Twin Ports Industrial Workers of the World Offer Organizer 101 Training

Kristine Osbakken

For workers who wish to abolish the wage system and live in harmony with the earth, The Industrial Workers of the World (IWW) will hold an Organizer 101 Training on Saturday and Sunday, April 11 and 12, in Wellstone Hall at the Duluth Labor Temple.

This ‘radical’ union that brought us the eight hour day made Duluth and the Iron Range hotbeds of organizing in the early 20th Century. The union’s one and only daily paper, The Industrialisti, was published in Duluth, at its peak printing 10,000 copies a day. The Work People’s College, whose owners were faculty, staff and students, still stands at 88th Avenue West, now an apartment building. In the ‘20’s, it was one of the first spots to be attacked by J.Edgar Hoover during the Palmer Raids, with most of the Finns associated with it deported without hearings or legal representation.   

JP Morgan, US Steel, and their railroads continually thwarted organizing efforts. My father, Rolf Einar, worked for the DM&N in Two Harbors sometime in the 1930’s. He tried to convince his fellow workers to “talk with the wobblies at the gate. Next thing I knew, when my crew was sent to work up the range, I was told there was no berth. Same answer each time I returned to the yard, looking to be sent. It didn’t take long before I knew I had been blackballed. I went in and asked for my time.” Dad left Two Harbors never to return as a worker again.

My friend, LaVerne, said her grandpa John, was similarly ostracized on the range. “Company goons were out for these guys and the Italians on the north side would hide them (Slovack organizers) in their basements.”

In 1994, a number of Duluthians, including LaVerne, resurrected the IWW in Duluth, meeting in the Temple Opera Building and supporting walk-outs and actions of other unions. “We thought we were doing a great thing”, she says, but their effort withered. Just recently, a group of young organizers, including delegate Justin Anderson, a UMD student, is again beginning local IWW organizing efforts. There are now enough members for a local charter.

In the early 1900’s, the Industrial Workers of the World was the only union to welcome all workers including women, immigrants, African Americans and Asians.

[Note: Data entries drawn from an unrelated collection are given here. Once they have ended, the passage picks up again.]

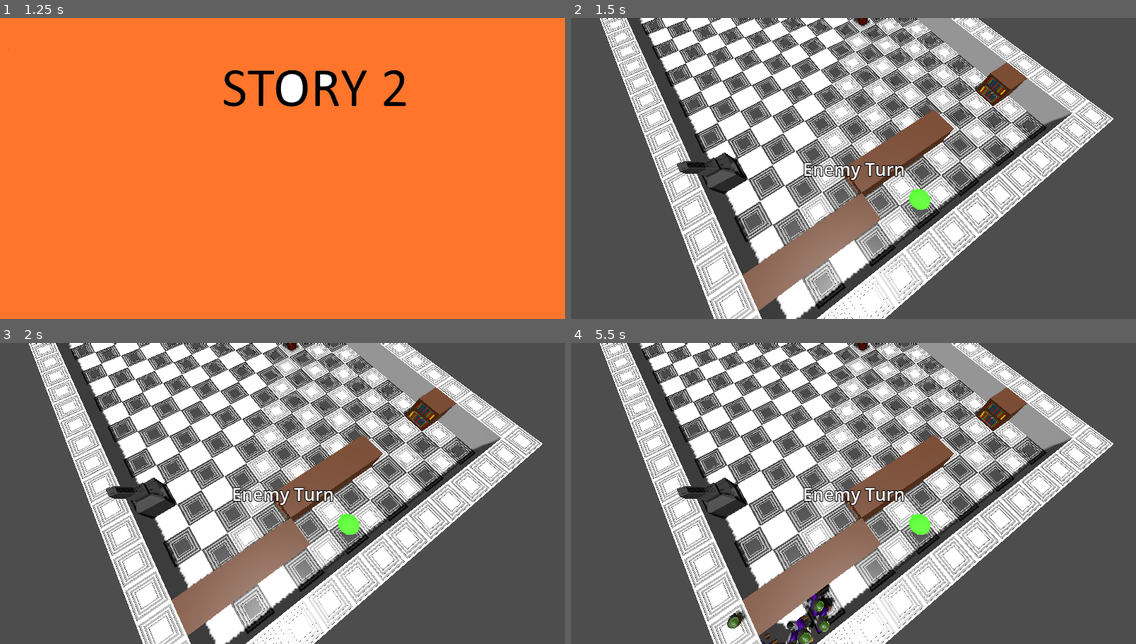
Above: before the commit, frames 1-4 (two rows, left to right).
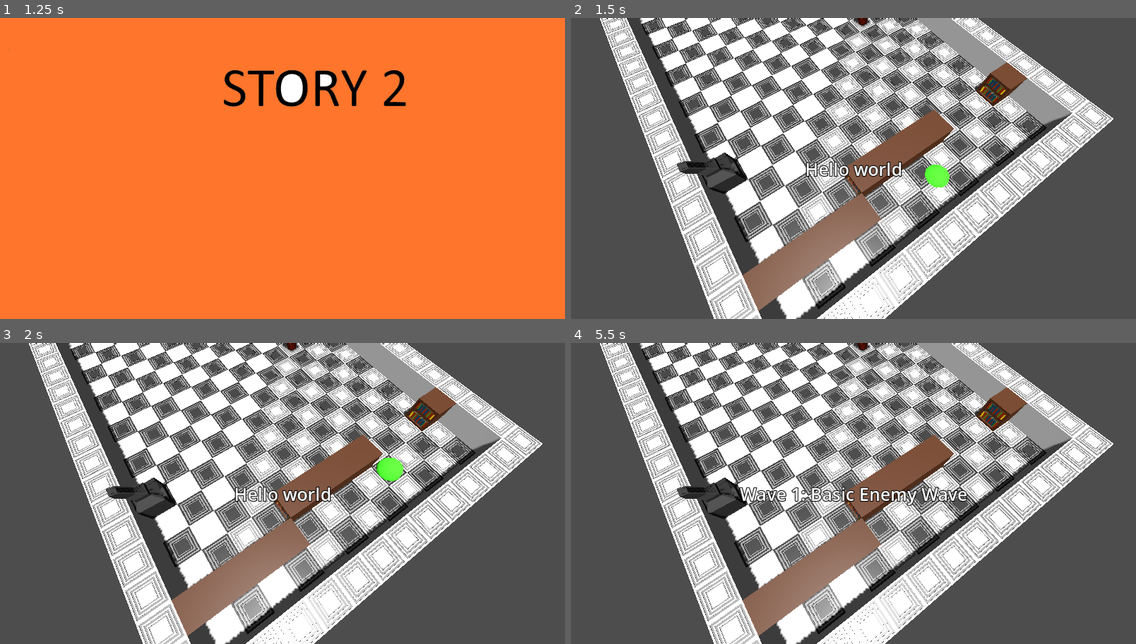
Above: after the commit, the same moments.

Repository: pinguinosod/gse_winterjam2024
Game: Godot game, scene res://main.tscn
Two runs of this game, one before a commit and one after it. Both use one fixed random seed, a clock stepped at 60 frames per second and the inputs below.
Inputs (mouse positions are in pixels of both pictures, inside the frame that each line leads up to):
- Up to frame 1 (1.25 s): tap Enter (ui_accept) at 0.5, 0.77 s; move the mouse to (406, 153) at 0.52 s; hold D (move_right) from 0.53 s (still down); tap Space (end_turn) at 0.6 s; click (406, 153) at 0.67 s
- Up to frame 2 (1.5 s): tap Enter (ui_accept) at 1.25 s; move the mouse to (740, 183) at 1.27 s; release D (move_right) at 1.28 s; hold S (move_down) from 1.28 s (still down); tap Space (end_turn) at 1.35 s
- Up to frame 3 (2 s): keep holding S (move_down); tap Enter (ui_accept) at 1.52 s
- Up to frame 4 (5.5 s): tap Enter (ui_accept) at 2, 2.75, 3.02, 3.77, 4.52 s; move the mouse to (910, 427) at 2.02 s; release S (move_down) at 2.03 s; hold D (move_right) 2.03-2.78 s; tap Space (end_turn) every 0.75 s from 2.1 to 5.1 s; move the mouse to (825, 553) at 2.77 s; hold W (move_up) 2.78-3.53 s; click (825, 553) at 2.92 s; move the mouse to (1023, 538) at 3.52 s; hold A (move_left) 3.53-5.03 s; tap F4 (DEBUG_KILL_ALL) at 4.15 s; move the mouse to (684, 448) at 4.27 s; tap F2 (DEBUG_NEXT_SCENE) at 4.9 s; move the mouse to (881, 493) at 5.02 s; hold S (move_down) from 5.03 s (still down); click (881, 493) at 5.17 s

Frame 1 is identical in both runs. In frame 2, 1.1% of the frame differs, in the area x 41-67%, y 47-64%; in frame 3, 1.1%; in frame 4, 2.5%, in the area x 27-71%, y 47-100%.
Error after the commit: Invalid assignment of property or key 'visible' with value of type 'bool' on a base object of type 'Nil'. (res://ui.gd:60)

Commit message:
3D Weapons Fixed

Diff:
--- a/scripts/enemies.gd
+++ b/scripts/enemies.gd
@@ -18,39 +18,36 @@
 
 # Called every frame. 'delta' is the elapsed time since the previous frame.
 func _process(delta: float) -> void:
-	if position.distance_to(target_position) > 0.1:
+	if position != target_position:
 		position = position.move_toward(target_position, delta)
-	if not idle and position.distance_to(target_position) <= 0.1:
+	if not idle and position == target_position:
 		idle = true
 		$countFallingDying.travel("Idle")
-	if inTurn and position.distance_to(target_position) <= 0.1:
+	if inTurn and position == target_position:
 		get_next_action()
 	pass
 
-func reached_target():
-	return target_position.x - 0.1 < position.x and position.x < target_position.x + 0.1 and target_position.z - 0.1 < position.z and position.z < target_position.z
+# calls and processes the results of get_movement and get_next_action
+func take_turn():
+	inTurn = true
+	var moveTo = get_movement()
+	# TODO change that to change the grid position actually
 
-# calls and processes the results of get_movement and get_next_action
-func take_turn(room: Room):
-	inTurn = true
-	var moveTo = get_movement(room)
-	# TODO change that to change the grid position actually
-	if moveTo.distance_to(position) > 0.1:
-		$countFallingDying.travel("Walk")
-	target_position = moveTo
+	$countFallingDying.travel("Walk")
+	target_position = moveTo + position
 	idle = false
 	AudioManager.play_sfx(step_sound)
 	pass
 
 # checks if valid and returns the grid field the enemy wants to move to
-func get_movement(room: Room):
+func get_movement():
 	# check all fields in range of the enemy, starting with the closest to the player
 	# for field in grid:
 	# check if the field is not occupied
 	# if grid.isFree(field):
 	# return field
 
-	return room.get_cell_position(position + Vector3(randf(), 0, randf()))
+	return Vector3(randf(), 0, randf()) * speed
 	pass
 
 # returns the action of the enemy for this turn
--- a/scripts/game_manager.gd
+++ b/scripts/game_manager.gd
@@ -11,10 +11,6 @@
 @export var textDisplayDurationSeconds = 5.0
 
 @export var nextWaveAlarm: AudioStream
-@export var alwaysOn: AudioStream
-
-@export var loseSound: AudioStream
-@export var winSound: AudioStream
 
 var enemyPool: Array[Enemy] = []
 var freeEnemies: Array[Enemy] = []
@@ -23,8 +19,6 @@
 var currentWave = 0
 var currentEnemyWave: EnemyWave
 var currentCombatScene: CombatScene
-
-var currentRoom: Room
 
 var timeElapsed = 0.0
 var secondsPassed = 0
@@ -41,7 +35,6 @@
 		# instance.position = Vector3(i * (-1 ** i), 0, i * (-1 ** i))
 		instance.set_process(false)
 		instance.hide()
-	currentRoom = $"../Rooms"
 	pass # Replace with function body.
 
 func load_next_scene():
@@ -50,7 +43,6 @@
 	currentCombatScene = combatScenesToRun[currentScene]
 	AudioManager.stop_bg_music()
 	AudioManager.play_bg_music(currentCombatScene.bgm)
-	AudioManager.play_bg_music(alwaysOn)
 	currentScene += 1
 	currentWave = 0
 	load_next_wave()
@@ -119,6 +111,7 @@
 	for enemy in occupiedEnemies:
 		if enemy.inTurn:
 			return true
+	playerTurn = true
 	return false
 
 # Called every frame. 'delta' is the elapsed time since the previous frame.
@@ -127,11 +120,8 @@
 		if not playerTurn:
 			#if not is_wave_active():
 			#	load_next_wave()
-			showText("Enemy Turn")
 			for enemy in occupiedEnemies:
-				enemy.take_turn(currentRoom)
-		playerTurn = true
-	check_win()
+				enemy.take_turn()
 	timeElapsed += delta
 	if timeElapsed > 1:
 		secondsPassed += 1
@@ -140,20 +130,11 @@
 		secondsPassed = 0
 		textDisplay.hide()
 
-func check_win():
-	for enemy in occupiedEnemies:
-		if enemy.position.distance_to($"../Player".position) <= 0.1:
-			showText("You lose!")
-			AudioManager.stop_bg_music()
-			AudioManager.play_sfx(loseSound)
-			currentScene = 0
-			clear_enemies()
-
 func _input(event: InputEvent) -> void:
-	if Input.is_action_just_pressed("end_turn") and not enemyTurn():
+	if Input.is_action_just_pressed("end_turn") and playerTurn:
 		playerTurn = false
-	if Input.is_action_just_pressed("DEBUG_KILL_ALL") and not enemyTurn():
+	if Input.is_action_just_pressed("DEBUG_KILL_ALL") and playerTurn:
 		clear_enemies()
-	if Input.is_action_just_pressed("DEBUG_NEXT_SCENE") and not enemyTurn():
+	if Input.is_action_just_pressed("DEBUG_NEXT_SCENE") and playerTurn:
 		clear_enemies()
 		load_next_scene()
--- a/scripts/player.gd
+++ b/scripts/player.gd
@@ -3,18 +3,11 @@
 var target_position: Vector3 = Vector3.ZERO
 var speed: float = 10.0
 
-var game_manager: GameManager
-
 # Called when the node enters the scene tree for the first time.
 func _ready() -> void:
-	game_manager = $"../GameManager"
 	pass
 
 # Called every frame. 'delta' is the elapsed time since the previous frame.
 func _process(delta: float) -> void:
-	# Disable movement if it's the enemies turn
-	if game_manager:
-		if game_manager.enemyTurn():
-			target_position = position
 	if position != target_position:
 		position = position.move_toward(target_position, speed * delta)
--- a/ui.gd
+++ b/ui.gd
@@ -57,9 +57,8 @@
 
 		texture_rect = $TextureRect_3
 		_play_audio_new_slide()
-		if label:
-			label.visible = true
-		_go_into_game()
+		label.visible = true
+
 
 	texture_rect.visible = true

Joe Hill and Elizabeth Gurley Brown were immigrant activists. Longshoreman’s Local 8 in Philadelphia was led by African American, Ben Fletcher. Currently, focus is on workers with disabilities and on gender inclusion.

Corporations and the US Government made IWW history a confrontational and bloody one. Salvation Army bands were sent in to drown out speakers. Members were arrested and tarred and feathered or even killed for making speeches. When a fellow member was arrested for speaking, many others would show up, inviting authorities to arrest them too, till it became too expensive for the municipality.

Mother Jones, Eugene V. Debs and “Big Bill” Haywood were among IWW founders. Members present and past include Noam Chomsky, anthropologist David Graeber of Occupy, musician Tom Morello, playwright Eugene O’Neill, MN Farmer-Labor Governor Floyd Olson, Dorothy Day and Helen Keller.

A famous Keller quote reflects present day thinking within Occupy and of many worldwide: “The few own the many because they possess the means of livelihood...The country is governed by the richest, for the corporations, the bankers, the land speculators and for the exploiters of labor. The majority of mankind are working people. So long as their fair demands- the ownership and control of their livelihoods- are set at naught, we can have neither men’s rights nor women’s rights. The majority of mankind is ground down by oppression in order that the small remnant may live in ease”

The IWW repudiates war, long realizing that wars are struggles among capitalists who line their pockets while the working poor kill each other. Wobblies (a nickname for members) were especially persecuted during WWI, and placed on the US Attorney General’s list of subversive organizations in 1949.

Industrial Workers are grassroots, believing in workplace self-management. They oppose labor leaders who would call strikes or settlements on behalf of the workers themselves. Such decisions can only be voted on by rank and file. The IWW does not accept the dues check-off system, where the company takes dues out of workers’ wages, acting as bankers for the union. Members pay directly at their regular meetings. The pay for officers must not exceed the average pay for workers. You can become a member without being represented in the workplace and you can also belong to another union.

Recent organizing efforts have taken place at Starbucks, in food coops, bookstores, at delis, etc. IWW workers handle Berkeley’s recycling and the Portland branch is one of the largest and most active.
There are charters around the world- in the UK, Germany, Australia, Canada, Uganda and elsewhere.

Here in Minnesota, recent succcessful IWW efforts to reinstate workers and to gain workplace justice have been made at Jimmy Johns in Minneapolis. Frightening work conditions at UPS, both locally and across the nation are being confronted. But that’s for another story.